PROBLEM:
Make an exact copy of all the entries, with the pictures left out.

RECORDS PROVIDED:
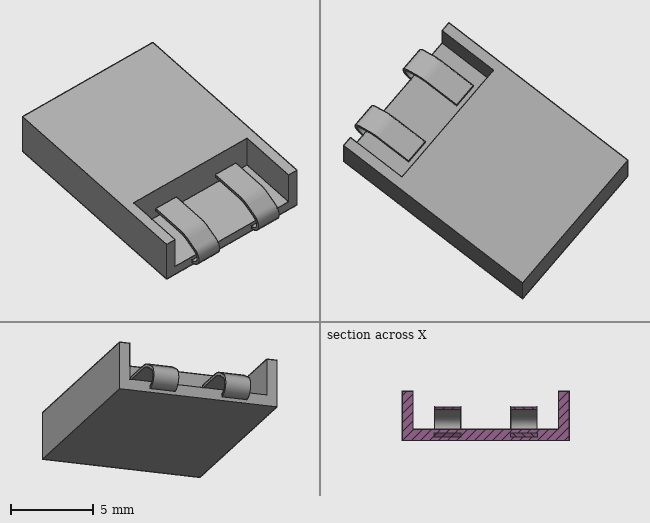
import cadquery as cq
import math

total_length = 14.7
width = 10.15
height = 3.0
housing_length = 14.0

pocket_start = 9.97
side_wall = 0.66
floor_z = 0.69

contact_width = 1.6
contact_pitch = 4.63
thickness = 0.19
tongue_start = 10.5
bend_start = 12.85
bend_width = 0.76
ramp_angle = math.radians(26.5)
curl_radius = total_length - housing_length
foot_z = 0.24

curl_x = housing_length
curl_z = foot_z + curl_radius
bend_radius = bend_width / math.sin(ramp_angle)
bend_z = (
    curl_z
    + (curl_x - bend_start) * math.tan(ramp_angle)
    + (curl_radius - bend_radius) / math.cos(ramp_angle)
)

contact_centers = [-contact_pitch / 2, contact_pitch / 2]


def arc_point(x, z, radius, angle):
    """Point on an arc, with the angle measured from +Z towards +X."""
    return (x + radius * math.sin(angle), z + radius * math.cos(angle))


def make_contact(center_y):
    """Bent strip of constant thickness, extruded across its width."""
    bend_inner = bend_radius - thickness
    curl_inner = curl_radius - thickness
    curl_middle = (ramp_angle + math.pi) / 2

    def bend(radius, angle):
        return arc_point(bend_start, bend_z, radius, angle)

    def curl(radius, angle):
        return arc_point(curl_x, curl_z, radius, angle)

    return (
        cq.Workplane("XZ", origin=(0, center_y, 0))
        .moveTo(tongue_start, bend_z + bend_radius)
        .lineTo(*bend(bend_radius, 0))
        .threePointArc(bend(bend_radius, ramp_angle / 2), bend(bend_radius, ramp_angle))
        .lineTo(*curl(curl_radius, ramp_angle))
        .threePointArc(curl(curl_radius, curl_middle), curl(curl_radius, math.pi))
        .lineTo(tongue_start, foot_z)
        .lineTo(tongue_start, foot_z + thickness)
        .lineTo(*curl(curl_inner, math.pi))
        .threePointArc(curl(curl_inner, curl_middle), curl(curl_inner, ramp_angle))
        .lineTo(*bend(bend_inner, ramp_angle))
        .threePointArc(bend(bend_inner, ramp_angle / 2), bend(bend_inner, 0))
        .lineTo(tongue_start, bend_z + bend_inner)
        .close()
        .extrude(contact_width / 2, both=True)
    )


def make_foot_slot(center_y):
    """Slot below the pocket floor that receives a contact foot."""
    return (
        cq.Workplane("XY")
        .box(housing_length - tongue_start, contact_width, thickness, centered=(False, True, False))
        .translate((tongue_start, center_y, foot_z))
    )


def make_housing():
    """Block with the open pocket and one slot for each contact foot."""
    body = cq.Workplane("XY").box(housing_length, width, height, centered=(False, True, False))
    pocket = (
        cq.Workplane("XY")
        .box(
            housing_length - pocket_start,
            width - 2 * side_wall,
            height - floor_z,
            centered=(False, True, False),
        )
        .translate((pocket_start, 0, floor_z))
    )
    body = body.cut(pocket)
    for center_y in contact_centers:
        body = body.cut(make_foot_slot(center_y))
    return body


housing = make_housing()
contacts = [make_contact(center_y) for center_y in contact_centers]

result = cq.Compound.makeCompound([housing.val(), *[contact.val() for contact in contacts]])

SOLUTION:
import cadquery as cq
import math

total_length = 14.7
width = 10.15
height = 3.0
housing_length = 14.0

pocket_start = 9.97
side_wall = 0.66
floor_z = 0.69

contact_width = 1.6
contact_pitch = 4.63
thickness = 0.19
tongue_start = 10.5
bend_start = 12.85
bend_width = 0.76
ramp_angle = math.radians(26.5)
curl_radius = total_length - housing_length
foot_z = 0.24

curl_x = housing_length
curl_z = foot_z + curl_radius
bend_radius = bend_width / math.sin(ramp_angle)
bend_z = (
    curl_z
    + (curl_x - bend_start) * math.tan(ramp_angle)
    + (curl_radius - bend_radius) / math.cos(ramp_angle)
)

contact_centers = [-contact_pitch / 2, contact_pitch / 2]


def arc_point(x, z, radius, angle):
    """Point on an arc, with the angle measured from +Z towards +X."""
    return (x + radius * math.sin(angle), z + radius * math.cos(angle))


def make_contact(center_y):
    """Bent strip of constant thickness, extruded across its width."""
    bend_inner = bend_radius - thickness
    curl_inner = curl_radius - thickness
    curl_middle = (ramp_angle + math.pi) / 2

    def bend(radius, angle):
        return arc_point(bend_start, bend_z, radius, angle)

    def curl(radius, angle):
        return arc_point(curl_x, curl_z, radius, angle)

    return (
        cq.Workplane("XZ", origin=(0, center_y, 0))
        .moveTo(tongue_start, bend_z + bend_radius)
        .lineTo(*bend(bend_radius, 0))
        .threePointArc(bend(bend_radius, ramp_angle / 2), bend(bend_radius, ramp_angle))
        .lineTo(*curl(curl_radius, ramp_angle))
        .threePointArc(curl(curl_radius, curl_middle), curl(curl_radius, math.pi))
        .lineTo(tongue_start, foot_z)
        .lineTo(tongue_start, foot_z + thickness)
        .lineTo(*curl(curl_inner, math.pi))
        .threePointArc(curl(curl_inner, curl_middle), curl(curl_inner, ramp_angle))
        .lineTo(*bend(bend_inner, ramp_angle))
        .threePointArc(bend(bend_inner, ramp_angle / 2), bend(bend_inner, 0))
        .lineTo(tongue_start, bend_z + bend_inner)
        .close()
        .extrude(contact_width / 2, both=True)
    )


def make_foot_slot(center_y):
    """Slot below the pocket floor that receives a contact foot."""
    return (
        cq.Workplane("XY")
        .box(housing_length - tongue_start, contact_width, thickness, centered=(False, True, False))
        .translate((tongue_start, center_y, foot_z))
    )


def make_housing():
    """Block with the open pocket and one slot for each contact foot."""
    body = cq.Workplane("XY").box(housing_length, width, height, centered=(False, True, False))
    pocket = (
        cq.Workplane("XY")
        .box(
            housing_length - pocket_start,
            width - 2 * side_wall,
            height - floor_z,
            centered=(False, True, False),
        )
        .translate((pocket_start, 0, floor_z))
    )
    body = body.cut(pocket)
    for center_y in contact_centers:
        body = body.cut(make_foot_slot(center_y))
    return body


housing = make_housing()
contacts = [make_contact(center_y) for center_y in contact_centers]

result = cq.Compound.makeCompound([housing.val(), *[contact.val() for contact in contacts]])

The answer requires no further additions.